*** Opening of Data in this exercise ***
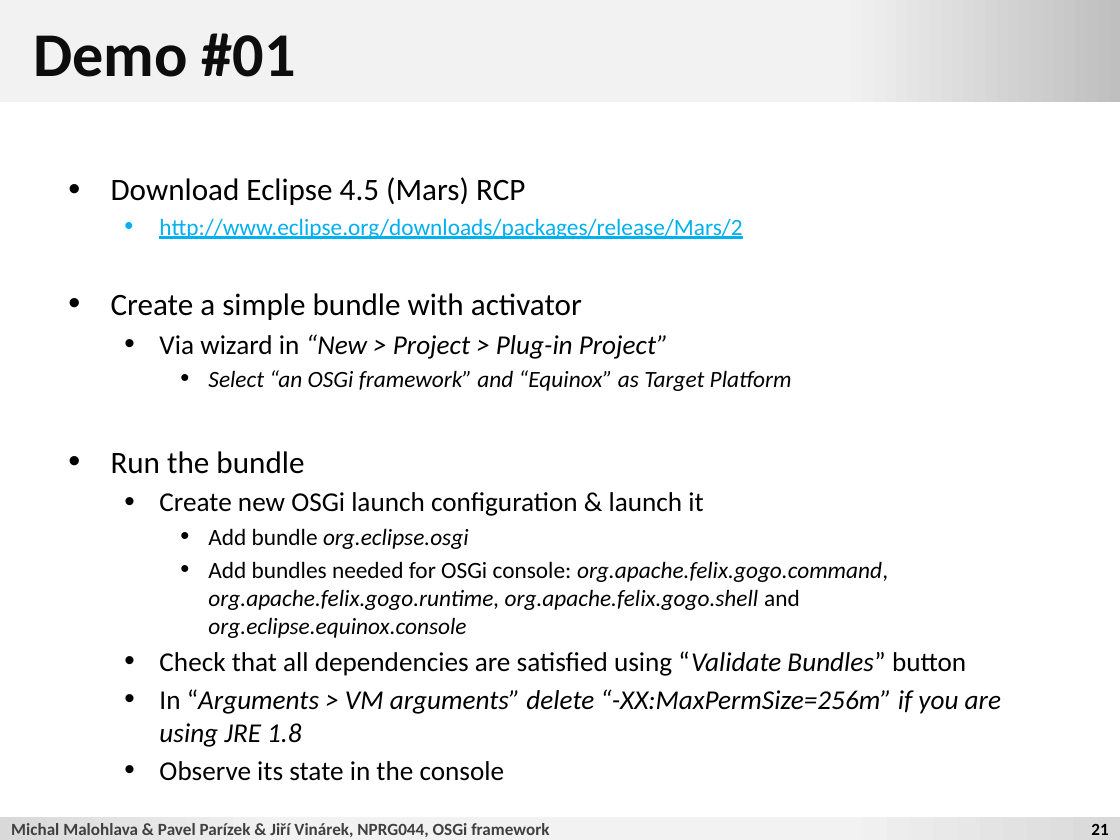
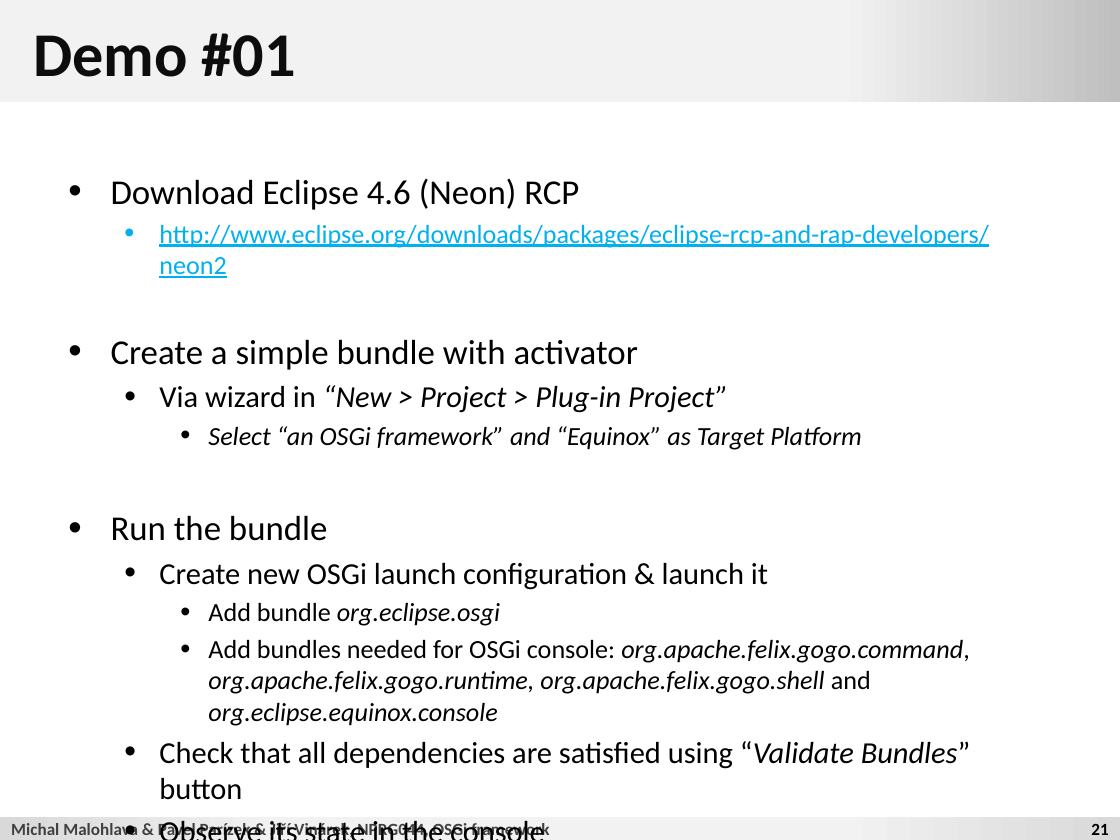
Before and after one commit to d3slect/nprg044-eclipse-platform, a slide deck: slide 21 of slides/01-osgi/01-osgi.pptx. Drawn at 1120x840 pixels with LibreOffice and Linux fonts; fonts in the diff are those of the drawing; background and template pictures are left out. Boxes give left, top, right and bottom in pixels: in the first picture for what was removed or moved away, otherwise in the second. Text is boxed around its words. In the diff, an @@ line names an element or a change of style, - is before the commit and + after.

Commit message:
updated slides

```diff
--- a/slides/01-osgi/01-osgi.pptx
+++ b/slides/01-osgi/01-osgi.pptx
@@ text at [111,178,988,278]: text changed; size 15 to 16.8 pt @@
-• Download Eclipse 4.5 (Mars) RCP
-  • http://www.eclipse.org/downloads/packages/release/Mars/2
+• Download Eclipse 4.6 (Neon) RCP
+  • http://www.eclipse.org/downloads/packages/eclipse-rcp-and-rap-developers/neon2
@@ text at [111,339,971,769]: size 20 to 22.4 pt in "Create a simple bundle with activator", "Run the bundle"; size 17.5 to 19.6 pt in "Via wizard in “New > Project > ...", "Create new OSGi launch configuration & launch ...", "Check that all dependencies are satisfied using ...", "Observe its state in the console"; size 15 to 16.8 pt in "Select “an OSGi framework” and “Equinox” as ...", "Add bundle org.eclipse.osgi", "Add bundles needed for OSGi console: org.apache.felix.gogo.c ..." @@
@@ text at [159,689,1001,747]: paragraph removed @@
-  • In “Arguments > VM arguments” delete “-XX:MaxPermSize=256m” if you are using JRE 1.8
```
Also in this commit, not shown: 4 other slides changed.
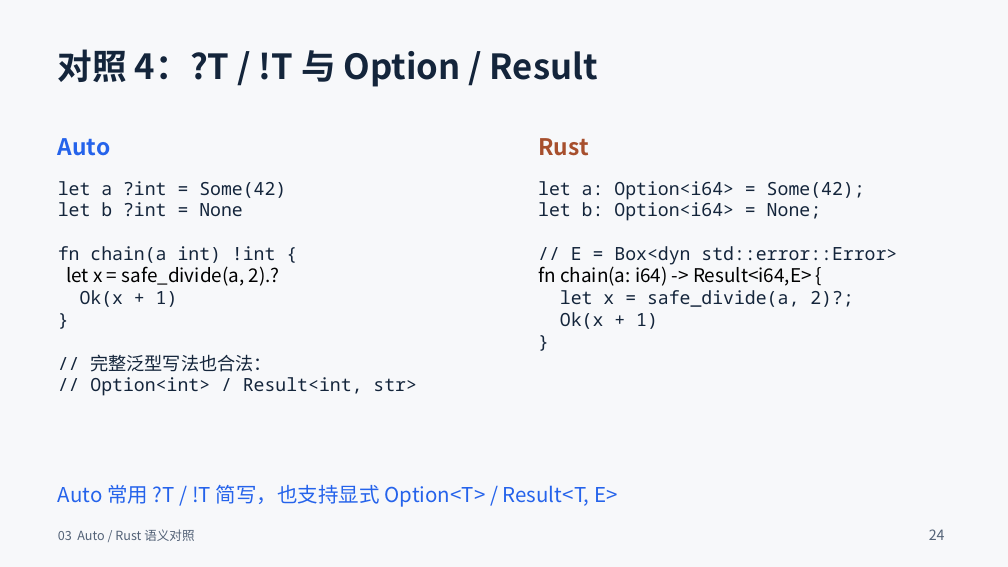
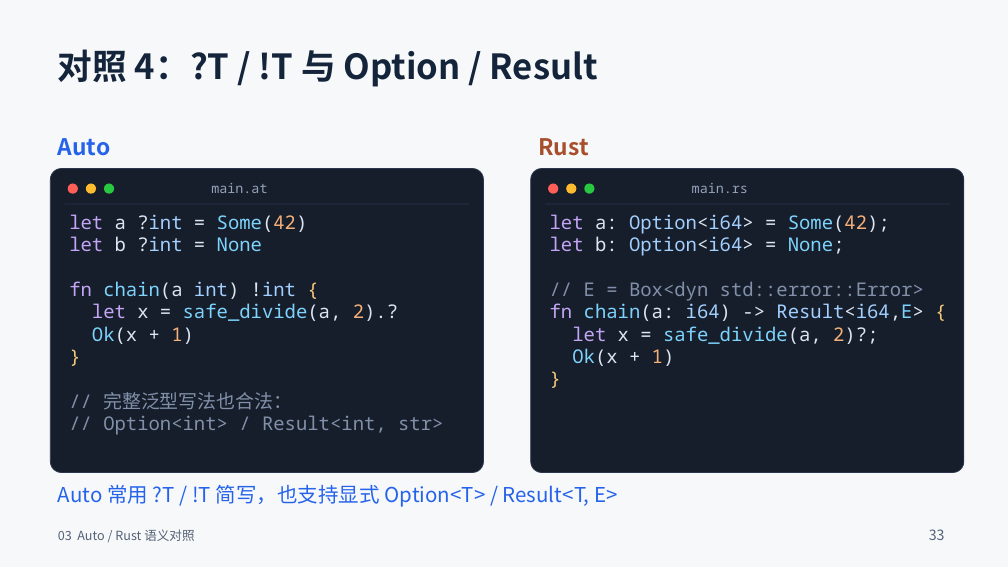
Before and after one commit to auto-stack/docs, a slide deck: slide 33 of AutoOS/Auto与Rust融合生态_37页_深色结尾群二维码版.pptx (slide 24 before the commit). Drawn at 1008x567 pixels with LibreOffice and Linux fonts; fonts in the diff are those of the drawing. Boxes give left, top, right and bottom in pixels: in the first picture for what was removed or moved away, otherwise in the second. Text is boxed around its words. In the diff, an @@ line names an element or a change of style, - is before the commit and + after.

```diff
--- a/AutoOS/Auto与Rust融合生态_37页_深色结尾群二维码版.pptx
+++ b/AutoOS/Auto与Rust融合生态_37页_深色结尾群二维码版.pptx
@@ rounded rectangle added at [51,169,484,473], fill #161E2C, outline #2A374D 0.75 pt @@
@@ rounded rectangle added at [531,169,964,473], fill #161E2C, outline #2A374D 0.75 pt @@
@@ line added from (64, 204) to (470, 204), #2A374D 0.75 pt @@
@@ ellipse added at [68,184,79,194], fill #FF5F57 @@
@@ ellipse added at [86,184,97,194], fill #FEBC2E @@
@@ ellipse added at [104,184,115,194], fill #28C840 @@
@@ text added at [211,183,267,193], 12.8 pt, text #94A3B8 @@
+main.at
@@ line added from (545, 204) to (950, 204), #2A374D 0.75 pt @@
@@ ellipse added at [548,184,559,194], fill #FF5F57 @@
@@ ellipse added at [566,184,577,194], fill #FEBC2E @@
@@ ellipse added at [585,184,595,194], fill #28C840 @@
@@ text added at [692,183,748,193], 12.8 pt, text #94A3B8 @@
+main.rs
@@ text "let a ?int = Some(42)": place and size @@
-text "let a ?int = Some(42)" at [58,181,417,396]
+text "let a ?int = Some(42)" at [69,214,443,435]
@@ text "let a ?int = Some(42)" at [69,214,443,435]: size 17.2 to 18 pt in "let a ?int = Some(42)", "let b ?int = None", "fn chain(a int) !int {", "Ok(x + 1)" and 3 more places; text colour #14253B to #C4A5F5 in "let", "let", "fn"; text colour #14253B to #DCE6F3 in "a ?int = Some(42)", "b ?int =", "chain(a int) !int", "Ok(x + 1)"; text colour #14253B to #A2CFFE in "?int", "?int", "int) !int"; text colour #14253B to #7DD3FC in "Some(42)", "None", "chain(a", "Ok(x"; text colour #14253B to #F5AF78 in "Some(42)", "1)"; text colour #14253B to #F4C979 in "{", "}"; font Noto Sans CJK SC to Noto Sans Mono in "let x = safe_divide(a, 2).?"; text colour #000000 to #C4A5F5 in "let"; text colour #000000 to #DCE6F3 in "x = safe_divide(a, 2).?"; text colour #000000 to #7DD3FC in "safe_divide(a,"; text colour #000000 to #F5AF78 in "2).?"; text colour #14253B to #8190A8 in "// 完整泛型写法也合法：", "// Option<int> / Result<int, str>"; line spacing 1 to 21.2pt @@
@@ text "let a: Option<i64> = Some(42);": place and size @@
-text "let a: Option<i64> = Some(42);" at [538,181,897,329]
+text "let a: Option<i64> = Some(42);" at [550,214,924,366]
@@ text "let a: Option<i64> = Some(42);" at [550,214,924,366]: size 17.2 to 18 pt in "let a: Option<i64> = Some(42);", "let b: Option<i64> = None;", "// E = Box<dyn std::error::Error>", "let x = safe_divide(a, 2)?;" and 2 more places; text colour #14253B to #C4A5F5 in "let", "let", "let"; text colour #14253B to #DCE6F3 in "a: Option<i64> = Some(42);", "b: Option<i64> = None;", "x = safe_divide(a, 2)?;", "Ok(x + 1)"; text colour #14253B to #A2CFFE in "Option<i64>", "Option<i64>"; text colour #14253B to #7DD3FC in "Some(42);", "None;", "safe_divide(a,", "Ok(x"; text colour #14253B to #F5AF78 in "Some(42);", "2)?;", "1)"; text colour #14253B to #8190A8 in "// E = Box<dyn std::error::Error>"; font Noto Sans CJK SC to Noto Sans Mono in "fn chain(a: i64) -> Result<i64,E> {"; text colour #000000 to #C4A5F5 in "fn"; text colour #000000 to #7DD3FC in "chain(a: Result<i64,E>"; text colour #000000 to #DCE6F3 in "chain(a: i64) -> Result<i64,E>"; text colour #000000 to #A2CFFE in "i64) Result<i64,E>"; text colour #000000 to #F4C979 in "{"; text colour #14253B to #F4C979 in "}"; line spacing 1 to 21.2pt @@
@@ text at [929,529,945,540]: text changed @@
-24
+33
```
Also in this commit, not shown: 34 other slides changed, 9 slides added.
*** Close of Data in this exercise ***
**Action item**
Whenever a line of the data includes "from", copy that line.

**Final answer**
@@ line added from (64, 204) to (470, 204), #2A374D 0.75 pt @@
@@ line added from (545, 204) to (950, 204), #2A374D 0.75 pt @@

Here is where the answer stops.